Reviewing compensation plans. Directors should review compensation plans and work with management to consider whether changes are required, particularly with respect to equity arrangements, unforeseen employee cash needs, and mission-critical personnel. Given the significant erosion in stock prices, the board, together with its compensation consultant and senior management, should consider whether alternative arrangements are appropriate in the current circumstances.
 

Scrutinizing dividend and buyback policies. As part of its review, the board should work with management to evaluate the company’s current and future dividend and stock buyback policy as well as capital allocation and liquidity generally. Hedge fund activists have for years advocated short term shareholder interest above all and demanded that firms use available capital for stock buybacks and special dividends – and in many cases borrow money to do so.
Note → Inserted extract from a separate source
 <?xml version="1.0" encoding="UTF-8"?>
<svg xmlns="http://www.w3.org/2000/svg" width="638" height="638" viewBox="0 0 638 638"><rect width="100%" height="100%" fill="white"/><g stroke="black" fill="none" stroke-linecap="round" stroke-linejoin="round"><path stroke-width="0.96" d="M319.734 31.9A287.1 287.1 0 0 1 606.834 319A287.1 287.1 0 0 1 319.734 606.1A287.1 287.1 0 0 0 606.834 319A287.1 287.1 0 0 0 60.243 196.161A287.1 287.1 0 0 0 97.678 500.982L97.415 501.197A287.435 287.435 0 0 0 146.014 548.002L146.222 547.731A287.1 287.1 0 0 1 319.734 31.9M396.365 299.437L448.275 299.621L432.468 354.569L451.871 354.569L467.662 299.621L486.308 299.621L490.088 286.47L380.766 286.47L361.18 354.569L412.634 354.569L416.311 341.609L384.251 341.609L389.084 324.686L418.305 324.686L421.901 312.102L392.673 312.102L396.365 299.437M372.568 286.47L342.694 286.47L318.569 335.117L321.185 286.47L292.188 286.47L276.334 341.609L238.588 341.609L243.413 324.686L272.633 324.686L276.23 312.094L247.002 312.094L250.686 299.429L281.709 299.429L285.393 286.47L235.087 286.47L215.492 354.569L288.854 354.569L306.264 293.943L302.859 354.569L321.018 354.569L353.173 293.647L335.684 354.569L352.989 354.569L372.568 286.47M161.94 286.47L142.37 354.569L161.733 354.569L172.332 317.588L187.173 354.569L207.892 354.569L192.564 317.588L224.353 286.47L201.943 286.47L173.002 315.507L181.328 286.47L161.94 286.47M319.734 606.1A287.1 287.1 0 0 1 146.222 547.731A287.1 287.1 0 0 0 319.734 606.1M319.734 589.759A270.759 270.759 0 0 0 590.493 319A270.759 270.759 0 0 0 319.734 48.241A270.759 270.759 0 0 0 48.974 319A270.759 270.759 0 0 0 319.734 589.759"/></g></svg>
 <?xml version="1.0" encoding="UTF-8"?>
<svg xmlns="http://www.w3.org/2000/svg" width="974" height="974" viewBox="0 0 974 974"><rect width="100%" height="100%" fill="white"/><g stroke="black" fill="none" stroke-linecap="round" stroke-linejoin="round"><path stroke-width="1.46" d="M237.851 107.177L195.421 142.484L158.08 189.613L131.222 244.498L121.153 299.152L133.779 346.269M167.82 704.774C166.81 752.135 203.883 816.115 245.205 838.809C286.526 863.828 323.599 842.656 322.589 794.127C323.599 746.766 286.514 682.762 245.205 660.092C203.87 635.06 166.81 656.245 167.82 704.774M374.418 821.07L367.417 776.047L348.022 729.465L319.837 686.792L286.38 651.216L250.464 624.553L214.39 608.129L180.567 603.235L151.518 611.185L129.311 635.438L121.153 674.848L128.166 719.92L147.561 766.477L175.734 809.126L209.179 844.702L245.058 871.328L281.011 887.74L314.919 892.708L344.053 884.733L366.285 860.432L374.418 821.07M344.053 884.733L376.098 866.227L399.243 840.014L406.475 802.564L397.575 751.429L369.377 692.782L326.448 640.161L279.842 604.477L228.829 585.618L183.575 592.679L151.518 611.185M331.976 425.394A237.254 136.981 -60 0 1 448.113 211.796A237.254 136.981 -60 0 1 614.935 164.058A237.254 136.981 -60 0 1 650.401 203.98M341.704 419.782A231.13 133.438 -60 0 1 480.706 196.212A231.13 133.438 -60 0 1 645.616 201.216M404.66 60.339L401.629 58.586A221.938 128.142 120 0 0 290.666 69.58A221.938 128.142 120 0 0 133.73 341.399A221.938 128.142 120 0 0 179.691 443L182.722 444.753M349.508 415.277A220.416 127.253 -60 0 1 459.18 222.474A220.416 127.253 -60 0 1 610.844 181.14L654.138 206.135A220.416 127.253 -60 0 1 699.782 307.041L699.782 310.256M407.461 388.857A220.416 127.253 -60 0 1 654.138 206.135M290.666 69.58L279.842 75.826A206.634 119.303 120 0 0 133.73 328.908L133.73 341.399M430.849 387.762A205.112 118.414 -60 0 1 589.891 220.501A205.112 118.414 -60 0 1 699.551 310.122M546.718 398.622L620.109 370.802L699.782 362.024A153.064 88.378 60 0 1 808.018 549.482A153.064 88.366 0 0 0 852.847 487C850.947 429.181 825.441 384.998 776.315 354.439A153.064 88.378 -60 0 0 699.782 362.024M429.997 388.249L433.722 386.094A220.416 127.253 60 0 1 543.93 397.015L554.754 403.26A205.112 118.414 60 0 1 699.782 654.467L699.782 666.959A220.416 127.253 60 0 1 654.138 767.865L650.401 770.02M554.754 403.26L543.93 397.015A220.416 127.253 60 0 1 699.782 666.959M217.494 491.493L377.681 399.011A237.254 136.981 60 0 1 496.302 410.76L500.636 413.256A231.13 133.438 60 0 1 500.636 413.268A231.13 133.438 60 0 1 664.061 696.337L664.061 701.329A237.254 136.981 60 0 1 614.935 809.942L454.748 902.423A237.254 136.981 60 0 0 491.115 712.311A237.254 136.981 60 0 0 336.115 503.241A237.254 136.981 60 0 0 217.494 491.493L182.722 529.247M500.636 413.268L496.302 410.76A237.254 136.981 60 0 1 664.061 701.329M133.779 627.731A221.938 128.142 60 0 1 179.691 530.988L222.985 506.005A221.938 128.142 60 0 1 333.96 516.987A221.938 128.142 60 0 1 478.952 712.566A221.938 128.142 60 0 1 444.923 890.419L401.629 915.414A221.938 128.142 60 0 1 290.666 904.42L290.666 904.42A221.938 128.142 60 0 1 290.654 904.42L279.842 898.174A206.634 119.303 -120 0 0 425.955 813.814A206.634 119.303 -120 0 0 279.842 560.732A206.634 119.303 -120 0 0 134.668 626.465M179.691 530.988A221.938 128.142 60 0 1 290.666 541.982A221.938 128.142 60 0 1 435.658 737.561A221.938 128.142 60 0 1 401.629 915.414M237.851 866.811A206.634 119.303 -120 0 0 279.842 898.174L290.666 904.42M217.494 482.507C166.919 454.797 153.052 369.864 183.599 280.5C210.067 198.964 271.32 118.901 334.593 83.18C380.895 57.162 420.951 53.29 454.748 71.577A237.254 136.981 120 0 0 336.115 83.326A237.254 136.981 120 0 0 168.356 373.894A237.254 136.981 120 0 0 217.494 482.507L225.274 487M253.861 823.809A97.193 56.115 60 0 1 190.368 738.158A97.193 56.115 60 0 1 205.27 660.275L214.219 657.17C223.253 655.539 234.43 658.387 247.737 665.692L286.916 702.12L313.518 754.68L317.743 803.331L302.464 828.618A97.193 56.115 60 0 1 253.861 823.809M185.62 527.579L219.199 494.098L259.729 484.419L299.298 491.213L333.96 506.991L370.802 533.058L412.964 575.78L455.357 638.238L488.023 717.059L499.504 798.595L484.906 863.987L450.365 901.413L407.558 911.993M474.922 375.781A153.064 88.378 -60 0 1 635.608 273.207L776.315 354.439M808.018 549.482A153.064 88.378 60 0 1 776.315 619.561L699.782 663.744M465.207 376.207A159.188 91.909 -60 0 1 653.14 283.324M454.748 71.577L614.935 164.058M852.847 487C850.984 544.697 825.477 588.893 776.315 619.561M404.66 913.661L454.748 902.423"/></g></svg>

Backed by proxy advisors ISS and Glass Lewis, these funds pressured companies to abandon programs of long-term investment in research, technology and people and to pare back “rainy day” cash reserves. The current crisis is an opportune time to adopt the sort of stakeholder-centric governance principles described by the International Business Council of the World Economic Forum in their 2016 publication, The New Paradigm: A Roadmap for an Implicit Corporate Governance Partnership Between Corporations and Investors to Achieve Sustainable Long-Term Investment and Growth. 
 

Increasing communication. Directors need to maintain frequent communication with senior management teams. Executive officers should be reassured and reminded that there is no higher priority at times such as this than the safety and well-being of a company’s employees, a company’s other stakeholders and the public at large.
 

Maintaining respect. In the midst of stressed and stressful conditions, directors and management must maintain an atmosphere of mutual respect in order to promote effective decision-making under conditions of great uncertainty.
 

David E. Shapiro is a partner in the Corporate Department at Wachtell, Lipton, Rosen & Katz.